Above my childhood bed was a towering Miami Heat Dwyane Wade poster. He was driving to the basket with so much force his leg was horizontal to the floor. His right hand was scraping the hardwood as he attacked the defender's hip. I wanted to move, glide and dominate like that. Without knowing it, I'd pinned an image above my bed of who I needed to become.
I've never been able to produce as much force or get as low as D-Wade. But I have had moments of feeling unstoppable like him.
My college career high came at home against a ranked Purdue team. They were stacked with talent. My three ball was falling, my drives felt horizontal, and there was no one out there who could stop me. I ended the game with 22 points and a ranked win.
I called my family straight after. I'm going to the NBA, baby.
I floated that whole week. No failed test, no low petrol, no losses in 2K could bring down my mood. I was unstoppable.
UFC world champion Ronda Rousey lived in this space for years.
Transitioning from judo to mixed martial arts, she brought a style of finishing and force that left her unmatched. Her rise was complete dominance. She ended matches in seconds with armbars so precise, so inevitable, that opponents trained specifically to survive them and still lost. She posed for Sports Illustrated. Was named the most dominant athlete alive. Crossed over into movies and television.
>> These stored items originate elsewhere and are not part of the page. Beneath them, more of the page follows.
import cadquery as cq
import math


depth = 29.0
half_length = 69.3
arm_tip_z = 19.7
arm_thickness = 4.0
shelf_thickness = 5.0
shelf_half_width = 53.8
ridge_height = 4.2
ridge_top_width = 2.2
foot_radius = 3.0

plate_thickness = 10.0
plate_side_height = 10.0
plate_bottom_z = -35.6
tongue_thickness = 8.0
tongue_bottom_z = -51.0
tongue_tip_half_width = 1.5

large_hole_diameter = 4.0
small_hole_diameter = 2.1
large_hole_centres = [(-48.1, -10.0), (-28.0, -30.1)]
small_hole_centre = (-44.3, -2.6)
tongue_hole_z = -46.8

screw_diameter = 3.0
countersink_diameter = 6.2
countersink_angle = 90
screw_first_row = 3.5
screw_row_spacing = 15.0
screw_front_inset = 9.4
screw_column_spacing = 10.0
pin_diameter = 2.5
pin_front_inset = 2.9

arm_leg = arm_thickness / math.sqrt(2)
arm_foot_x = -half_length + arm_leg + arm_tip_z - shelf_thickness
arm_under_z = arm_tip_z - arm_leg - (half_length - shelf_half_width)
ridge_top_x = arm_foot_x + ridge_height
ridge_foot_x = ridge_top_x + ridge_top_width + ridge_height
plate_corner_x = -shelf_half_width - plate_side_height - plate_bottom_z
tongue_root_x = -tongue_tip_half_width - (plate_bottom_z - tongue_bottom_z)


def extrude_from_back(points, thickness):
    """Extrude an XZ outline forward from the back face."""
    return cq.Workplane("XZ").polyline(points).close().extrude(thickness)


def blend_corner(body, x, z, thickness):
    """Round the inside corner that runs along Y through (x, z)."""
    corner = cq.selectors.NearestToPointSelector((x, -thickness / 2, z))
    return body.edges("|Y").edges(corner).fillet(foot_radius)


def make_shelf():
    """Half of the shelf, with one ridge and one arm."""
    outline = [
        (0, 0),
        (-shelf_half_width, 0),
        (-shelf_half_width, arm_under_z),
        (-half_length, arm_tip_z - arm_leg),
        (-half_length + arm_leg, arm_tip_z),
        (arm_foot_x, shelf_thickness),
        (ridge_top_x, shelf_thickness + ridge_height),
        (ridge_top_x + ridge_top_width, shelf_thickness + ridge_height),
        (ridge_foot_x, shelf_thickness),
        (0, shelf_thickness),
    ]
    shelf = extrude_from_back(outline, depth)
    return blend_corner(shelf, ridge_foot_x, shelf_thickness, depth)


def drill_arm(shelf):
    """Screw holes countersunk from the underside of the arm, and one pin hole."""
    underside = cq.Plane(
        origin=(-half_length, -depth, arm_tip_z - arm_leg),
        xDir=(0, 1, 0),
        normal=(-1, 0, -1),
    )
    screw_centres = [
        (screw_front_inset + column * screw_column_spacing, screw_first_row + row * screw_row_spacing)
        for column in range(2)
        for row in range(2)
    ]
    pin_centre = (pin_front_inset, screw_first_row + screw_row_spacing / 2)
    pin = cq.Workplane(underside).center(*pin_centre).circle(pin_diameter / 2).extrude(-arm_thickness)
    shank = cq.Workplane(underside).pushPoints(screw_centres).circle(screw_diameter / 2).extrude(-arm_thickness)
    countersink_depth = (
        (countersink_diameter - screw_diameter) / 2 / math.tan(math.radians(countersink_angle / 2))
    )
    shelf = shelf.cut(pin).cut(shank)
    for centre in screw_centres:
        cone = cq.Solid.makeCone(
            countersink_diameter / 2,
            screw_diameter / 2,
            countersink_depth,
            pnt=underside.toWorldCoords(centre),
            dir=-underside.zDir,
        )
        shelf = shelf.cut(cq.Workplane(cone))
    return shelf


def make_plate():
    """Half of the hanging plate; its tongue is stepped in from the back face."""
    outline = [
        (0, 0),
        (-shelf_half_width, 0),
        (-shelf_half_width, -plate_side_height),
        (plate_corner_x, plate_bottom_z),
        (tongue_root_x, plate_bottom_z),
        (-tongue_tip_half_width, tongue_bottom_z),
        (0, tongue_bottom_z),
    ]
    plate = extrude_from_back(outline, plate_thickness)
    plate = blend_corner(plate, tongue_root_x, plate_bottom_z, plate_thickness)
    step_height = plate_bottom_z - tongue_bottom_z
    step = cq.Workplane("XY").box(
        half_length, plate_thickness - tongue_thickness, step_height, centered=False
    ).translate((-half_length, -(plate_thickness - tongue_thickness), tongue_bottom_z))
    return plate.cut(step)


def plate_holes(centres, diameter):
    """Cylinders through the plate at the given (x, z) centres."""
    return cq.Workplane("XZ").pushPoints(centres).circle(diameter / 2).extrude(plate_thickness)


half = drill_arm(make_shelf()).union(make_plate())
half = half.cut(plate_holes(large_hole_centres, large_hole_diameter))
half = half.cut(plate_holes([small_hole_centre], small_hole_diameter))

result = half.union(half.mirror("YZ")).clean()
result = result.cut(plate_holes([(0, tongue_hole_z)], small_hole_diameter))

Her success didn't just put her on top of the world. It made her feel invincible.
And she loved it. She loved competing. She loved dominating. She loved being champion. This wasn't a sport forced on her. She chose it. She built herself into something the sport had never seen. She was an unstoppable champion.
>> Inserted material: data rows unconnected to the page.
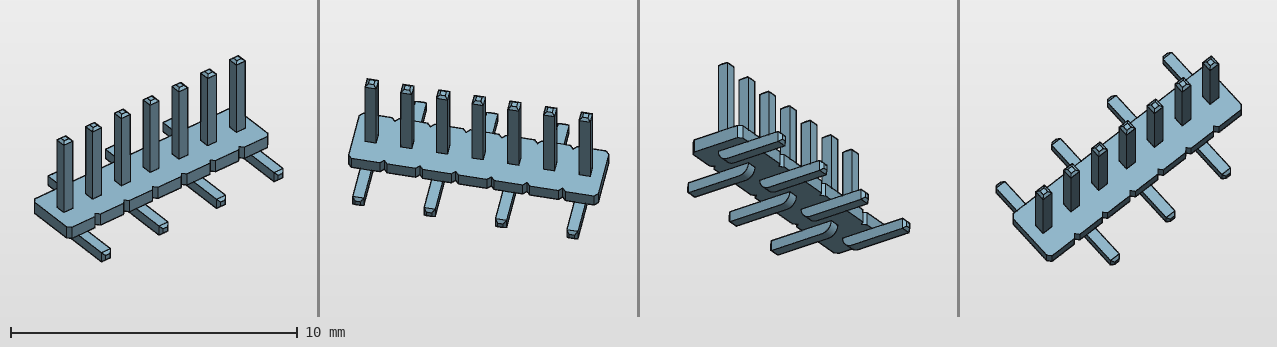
import cadquery as cq
import math

PIN_COUNT = 7
ROW_LENGTH = 8.89
FOOT_SPAN = 4.9
TOTAL_HEIGHT = 3.9

BODY_WIDTH = 2.11
BODY_HEIGHT = 0.49
NOTCH_DEPTH = 0.14
NOTCH_HALF_LENGTH = 0.125

PIN_WIDTH = 0.4
TIP_WIDTH = 0.2
PIN_TIP_LENGTH = 0.09
FOOT_TIP_LENGTH = 0.11

PITCH = ROW_LENGTH / PIN_COUNT
BODY_BOTTOM = PIN_WIDTH
FOOT_REACH = FOOT_SPAN / 2
HALF_PIN = PIN_WIDTH / 2


def pin_position(index):
    """Y position of a pin, counted from the -Y end."""
    return (index - (PIN_COUNT - 1) / 2) * PITCH


def body_segment(y):
    """One pitch of the insulator: a block with its four upright corners cut."""
    half_width = BODY_WIDTH / 2
    half_length = PITCH / 2
    flat_x = half_width - NOTCH_DEPTH
    flat_y = half_length - NOTCH_HALF_LENGTH
    outline = [
        (-flat_x, -half_length),
        (flat_x, -half_length),
        (half_width, -flat_y),
        (half_width, flat_y),
        (flat_x, half_length),
        (-flat_x, half_length),
        (-half_width, flat_y),
        (-half_width, -flat_y),
    ]
    return (
        cq.Workplane("XY", origin=(0, y, BODY_BOTTOM))
        .polyline(outline)
        .close()
        .extrude(BODY_HEIGHT)
    )


def tapered_tip(base_plane, length):
    """Frustum that narrows the square wire to its blunt end."""
    return (
        cq.Workplane(base_plane)
        .rect(PIN_WIDTH, PIN_WIDTH)
        .workplane(offset=length)
        .rect(TIP_WIDTH, TIP_WIDTH)
        .loft(ruled=True)
    )


def bent_pin(y, side):
    """L-shaped pin whose foot points to +X (side = 1) or -X (side = -1)."""
    post_top = TOTAL_HEIGHT - PIN_TIP_LENGTH
    foot_end = side * (FOOT_REACH - FOOT_TIP_LENGTH)
    outer_face = -side * HALF_PIN
    inner_face = side * HALF_PIN

    arc_offset = PIN_WIDTH * math.sqrt(0.5)
    arc_middle = (inner_face - side * arc_offset, PIN_WIDTH - arc_offset)
    wire = (
        cq.Workplane("XZ", origin=(0, y, 0))
        .moveTo(outer_face, post_top)
        .lineTo(outer_face, PIN_WIDTH)
        .threePointArc(arc_middle, (inner_face, 0))
        .lineTo(foot_end, 0)
        .lineTo(foot_end, PIN_WIDTH)
        .lineTo(inner_face, PIN_WIDTH)
        .lineTo(inner_face, post_top)
        .close()
        .extrude(HALF_PIN, both=True)
    )

    post_plane = cq.Plane(origin=(0, y, post_top), xDir=(1, 0, 0), normal=(0, 0, 1))
    foot_plane = cq.Plane(origin=(foot_end, y, HALF_PIN), xDir=(0, 1, 0), normal=(side, 0, 0))
    post_tip = tapered_tip(post_plane, PIN_TIP_LENGTH)
    foot_tip = tapered_tip(foot_plane, FOOT_TIP_LENGTH)
    return wire.union(post_tip).union(foot_tip)


result = body_segment(pin_position(0))
for index in range(1, PIN_COUNT):
    result = result.union(body_segment(pin_position(index)))
result = result.clean()

for index in range(PIN_COUNT):
    side = 1 if index % 2 == 0 else -1
    result = result.union(bent_pin(pin_position(index), side))

Ronda reached greater heights in her sport than I have in mine, but success made us feel the same.
This is because our identities had become completely attached to how we performed.
When this attachment to results happens, basketball is no longer just a game. Performance is a reflection of who I am as a human. If I win, it is proof that I am enough. I live on a high. If I lose, its proof that I am a failure. I collapse. I played well against Purdue so I felt incredible all week. My work, my relationships, my entire sense of self was enough, because I had performed.
Psychologist Jennifer Crocker spent decades studying this. She called it contingent self-worth, when a person's sense of value becomes attached to results. Her research found it creates extreme emotional swings. Something deeper than the game is always on the line. And even when you win, the relief is short-lived. The next performance immediately becomes the new test.
Ronda and I both lived in this space, we felt invincible after great results, but when it got bad, it got very bad.
Rousey was defending her world title in front of 60 thousand screaming fans. Her opponent Holly Holm was a significant underdog. Nobody expected it to be close.
In the second round, Holm shifted her weight onto her back foot and swung an explosive kick into the air. All 60 thousand people heard the crack of bone on bone. Like an arrow hitting red, the kick landed on Rondas jaw. She slammed against the floor, before she could catch herself. The fight was over.
The image of Ronda face down on the canvas became one of the most shared sports photographs of that year. Not because people wanted to see her hurt. Because it was genuinely unthinkable. The invincible person was lying on the floor.
Later that night in the hospital, Ronda experienced complete darkness. Asking what the point of everything was. If she wasn't champion, who was she? If she wasn't unbeatable, what was she worth?
She didn't just lose a fight that night. The self she had built her entire life around ceased to exist. And there was nothing underneath it to land on.
The week after Purdue I played Indiana.
Same player. Same body. Same work I'd put in all season.
But this game, I couldn't do anything right. I turned the ball over. I missed shots. Frustration effected me. I was benched in the second half. We lost, and I was horrible.
Complete 180 turn around. Like the Purdue game, the Indiana game effected me entire week. I'd sit in class and find myself replaying missed shots from practice, chest tight, unable to concentrate on anything in front of me. The whole week felt like drowning in slow motion.
Nothing had changed except the result.
But that was enough to bring the whole self down.
Ronda was on top of the world, and with one leg kick, who she was, an invincible champion crumbled to the ground. Losing changed how she viewed herself. If she isn’t the world champ, she is nothing, worthless, and not good enough to continue. Ronda contemplating taking her life. Thankfully she didn’t. But she did retire from UFC after one more fight.
She reached out for help, and slowly she built a new identity. Not through fighting her way back to the title, though she tried. Through building a life wide enough that no single result could collapse it. She created a loving relationship that knew her outside of being champion. She became a mum, found WWE. She built things that couldn't be taken by a head kick.
She didn't stop competing. She stopped making competition the only thing she was.
I'm still in the middle of that same work.
Last week we won a big home game. The boys pulled out the bongo drums in the locker room. We danced. I watched some highlights before bed and felt every bit of it.
Then the morning came.
I woke up and chose the routine. Not because the win didn't matter. Because I know what happens when I let it become the whole thing.
The feeling still flickers. Some mornings the scoreboard is still whispering.
I'm just getting better at hearing it for what it is.